July | August 2006 | QSAR/QSPR (quantitative structure activity/property relationship) modeling approaches to drug design are hardly new, and increasing experience with them along with readily available computing power has expanded their use. Yet QSAR-based models remain problematic and are often poorly predictive.
One unavoidable problem is that no single approach will always yield an accurate model, argues Alex Tropsha of the Department of Pharmacology, University of North Carolina at Chapel Hill. Another is the absolute necessity to use external data when validating models to determine their accuracy. These two problems, he says, suggest it’s time to change the way QSAR is used. Tropsha was one of several distinguished speakers in the cheminformatics track of Cambridge Healthtech Institute’s World Pharmaceutical Congress, held in late May in Philadelphia.

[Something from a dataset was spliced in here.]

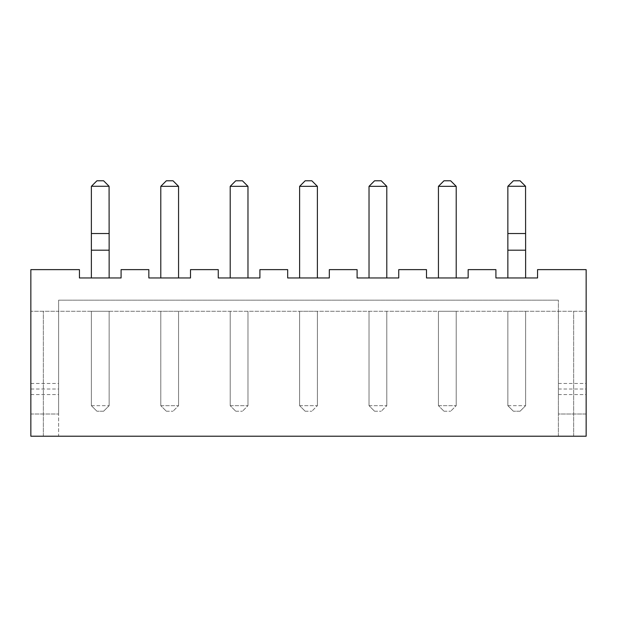<?xml version="1.0" encoding="UTF-8"?>
<svg xmlns="http://www.w3.org/2000/svg" width="617" height="617" viewBox="0 0 617 617"><rect width="100%" height="100%" fill="white"/><g stroke="black" fill="none" stroke-linecap="round" stroke-linejoin="round"><path stroke-width="0.46" stroke-dasharray="3.08 2.31" d="M30.85 269.629L79.439 269.629L79.439 277.958L121.086 277.958L121.086 269.629L148.851 269.629L148.851 277.958L190.499 277.958L190.499 269.629L218.264 269.629L218.264 277.958L259.911 277.958L259.911 269.629L287.676 269.629L287.676 277.958L329.324 277.958L329.324 269.629L357.089 269.629L357.089 277.958L398.736 277.958L398.736 269.629L426.501 269.629L426.501 277.958L468.149 277.958L468.149 269.629L495.914 269.629L495.914 277.958L537.561 277.958L537.561 269.629L586.15 269.629L586.15 414.007L558.385 414.007L558.385 300.171L558.385 414.007L586.15 414.007L586.15 311.276L586.15 436.219L43.344 436.219L58.615 436.219L58.615 300.171L558.385 300.171L58.615 300.171L58.615 414.007L58.615 311.276L586.15 311.276L30.85 311.276L30.85 414.007L58.615 414.007L30.85 414.007L30.85 269.629M91.378 277.958L109.147 277.958L91.378 277.958L91.447 186.265L109.147 186.334L109.147 277.958M178.56 277.958L160.79 277.958L178.56 277.958L178.56 186.334L160.79 186.334L160.79 277.958M247.972 277.958L230.203 277.958L247.972 277.958L247.972 186.334L230.203 186.334L230.203 277.958M299.615 277.958L317.385 277.958L299.615 277.958L299.615 186.334L317.385 186.334L317.385 277.958M369.028 277.958L386.797 277.958L369.028 277.958L369.028 186.334L386.797 186.334L386.797 277.958M456.21 277.958L438.44 277.958L456.21 277.958L456.21 186.334L438.44 186.334L438.44 277.958M507.853 277.958L525.622 277.958L507.853 277.958L507.922 186.265L525.622 186.334L525.622 277.958M30.85 436.219L30.85 311.276L58.615 311.276L58.615 436.219L30.85 436.219M91.378 250.193L109.147 250.193M507.853 250.193L525.622 250.193M558.385 436.219L558.385 311.276L558.385 436.219M91.378 311.276L109.147 311.276L91.378 311.276L91.378 405.678L91.378 311.276M178.56 311.276L160.79 311.276L178.56 311.276L178.56 405.678L178.56 311.276M299.615 311.276L317.385 311.276L299.615 311.276L299.615 405.678L299.615 311.276M247.972 311.276L230.203 311.276L247.972 311.276L247.972 405.678L247.972 311.276M507.853 311.276L525.622 311.276L507.853 311.276L507.853 405.678L507.853 311.276M456.21 311.276L438.44 311.276L456.21 311.276L456.21 405.678L456.21 311.276M369.028 311.276L386.797 311.276L369.028 311.276L369.028 405.678L369.028 311.276M558.385 383.465L586.15 383.465M558.385 389.018L586.15 389.018M558.385 394.572L586.15 394.572M30.85 383.465L58.615 383.465M30.85 389.018L58.615 389.018M30.85 394.572L58.615 394.572M91.378 233.535L109.147 233.535M109.078 186.265L103.594 180.781L96.931 180.781L91.447 186.265M160.79 186.334L166.343 180.781L173.007 180.781L178.56 186.334M230.203 186.334L235.756 180.781L242.419 180.781L247.972 186.334M317.385 186.334L311.832 180.781L305.168 180.781L299.615 186.334M386.797 186.334L381.244 180.781L374.581 180.781L369.028 186.334M438.44 186.334L443.993 180.781L450.657 180.781L456.21 186.334M507.853 233.535L525.622 233.535M525.553 186.265L520.069 180.781L513.406 180.781L507.922 186.265M43.344 436.219L43.344 311.276L43.344 436.219M573.656 436.219L573.656 311.276L573.656 436.219M109.147 311.276L109.147 405.678L109.147 311.276M91.378 405.678L109.147 405.678L91.378 405.678L96.931 411.231L91.378 405.678M160.79 405.678L160.79 311.276L160.79 405.678L178.56 405.678L173.007 411.231L178.56 405.678L160.79 405.678L166.343 411.231L160.79 405.678M317.385 311.276L317.385 405.678L317.385 311.276M299.615 405.678L317.385 405.678L311.832 411.231L317.385 405.678L299.615 405.678L305.168 411.231L299.615 405.678M230.203 405.678L230.203 311.276L230.203 405.678L247.972 405.678L242.419 411.231L247.972 405.678L230.203 405.678L235.756 411.231L230.203 405.678M525.622 311.276L525.622 405.678L525.622 311.276M507.853 405.678L525.622 405.678L507.853 405.678L513.406 411.231L507.853 405.678M438.44 405.678L438.44 311.276L438.44 405.678L456.21 405.678L450.657 411.231L456.21 405.678L438.44 405.678L443.993 411.231L438.44 405.678M386.797 311.276L386.797 405.678L386.797 311.276M369.028 405.678L386.797 405.678L381.244 411.231L386.797 405.678L369.028 405.678L374.581 411.231L369.028 405.678M103.594 411.231L109.147 405.678L103.594 411.231L96.931 411.231L103.594 411.231M166.343 411.231L173.007 411.231L166.343 411.231M305.168 411.231L311.832 411.231L305.168 411.231M235.756 411.231L242.419 411.231L235.756 411.231M520.069 411.231L525.622 405.678L520.069 411.231L513.406 411.231L520.069 411.231M443.993 411.231L450.657 411.231L443.993 411.231M374.581 411.231L381.244 411.231L374.581 411.231"/><path stroke-width="0.93" d="M79.439 269.629L30.85 269.629L30.85 436.219L586.15 436.219L586.15 269.629L537.561 269.629L537.561 277.958L495.914 277.958L495.914 269.629L468.149 269.629L468.149 277.958L426.501 277.958L426.501 269.629L398.736 269.629L398.736 277.958L357.089 277.958L357.089 269.629L329.324 269.629L329.324 277.958L287.676 277.958L287.676 269.629L259.911 269.629L259.911 277.958L218.264 277.958L218.264 269.629L190.499 269.629L190.499 277.958L148.851 277.958L148.851 269.629L121.086 269.629L121.086 277.958L79.439 277.958L79.439 269.629M91.447 186.265L109.078 186.265L103.594 180.781L96.931 180.781L91.378 186.334L91.378 277.958M91.378 250.193L109.147 250.193L109.147 277.958M109.078 186.265L109.147 250.193M178.56 186.334L173.007 180.781L166.343 180.781L160.79 186.334L178.56 186.334L178.56 277.958M160.79 186.334L160.79 277.958M247.972 186.334L242.419 180.781L235.756 180.781L230.203 186.334L247.972 186.334L247.972 277.958M230.203 186.334L230.203 277.958M299.615 186.334L317.385 186.334L311.832 180.781L305.168 180.781L299.615 186.334L299.615 277.958M317.385 186.334L317.385 277.958M369.028 186.334L386.797 186.334L381.244 180.781L374.581 180.781L369.028 186.334L369.028 277.958M386.797 186.334L386.797 277.958M456.21 186.334L450.657 180.781L443.993 180.781L438.44 186.334L456.21 186.334L456.21 277.958M438.44 186.334L438.44 277.958M507.922 186.265L525.553 186.265L520.069 180.781L513.406 180.781L507.853 186.334L507.853 277.958M507.853 250.193L525.622 250.193L525.622 277.958M525.553 186.265L525.622 250.193M91.378 233.535L109.147 233.535M507.853 233.535L525.622 233.535"/></g></svg>

One speaker, Robert Sheridan, senior investigator, Merck Research Laboratories, reviewed a variety of practical “tweaks” for improving QSAR predictions, pointedly calling QSAR an “art” while focusing on extrapolation and transformation issues. Even with a large diverse training set, said Sheridan, extrapolation is never perfect, and sometimes what the “extrapolation curves show is how poor your models really are.” One of his slides emphasized, “When someone wants to sell you a model, you should ask for the training set.”
To some extent, Tropsha picked up the thread of model evaluation in his second-day talk, “Robust Computational Framework for Predictive ADME-Tox Modeling.” He asked “Why can’t we get it right?” He argued there are “plenty of descriptors” and many reasonable methods but said that training set statistics are deeply flawed. “Change the success criteria,” he said. Recognize that QSAR is an empirical data modeling exercise: Choose any method you like but validate on an independent data set.
Tropsha’s fascinating remarks were expounded in a recent paper* in which Tropsha and colleagues write: “Despite many years of research and a large variety of approaches, there exists no ‘gold standard’ QSAR approach that guarantees the best model for every data set. Recently, we began to advance the combinatorial QSAR approach that explores various combinations of optimization methods and descriptor types and includes rigorous and consistent validation.”
They examined 195 diverse substrates and nonsubstrates of P-glycoprotein and studied methods included k-nearest neighbors (kNN) classification, decision tree, binary QSAR, and support vector machines. In total, 16 combinations of methods and descriptor types were used to develop QSAR models.
They conclude: “Our studies emphasize that the exploratory nature of the combinatorial QSAR approach helps in identifying highly predictive models for a particular data set, whereas a conventional approach to QSAR studies using only one method and one type of descriptors has a higher chance to fail.”
*de Cerqueira Lima, P. et al. “Combinatorial QSAR modeling of P-glycoprotein substrates.” J Chem Inf Model 46, 1245-54; 2006.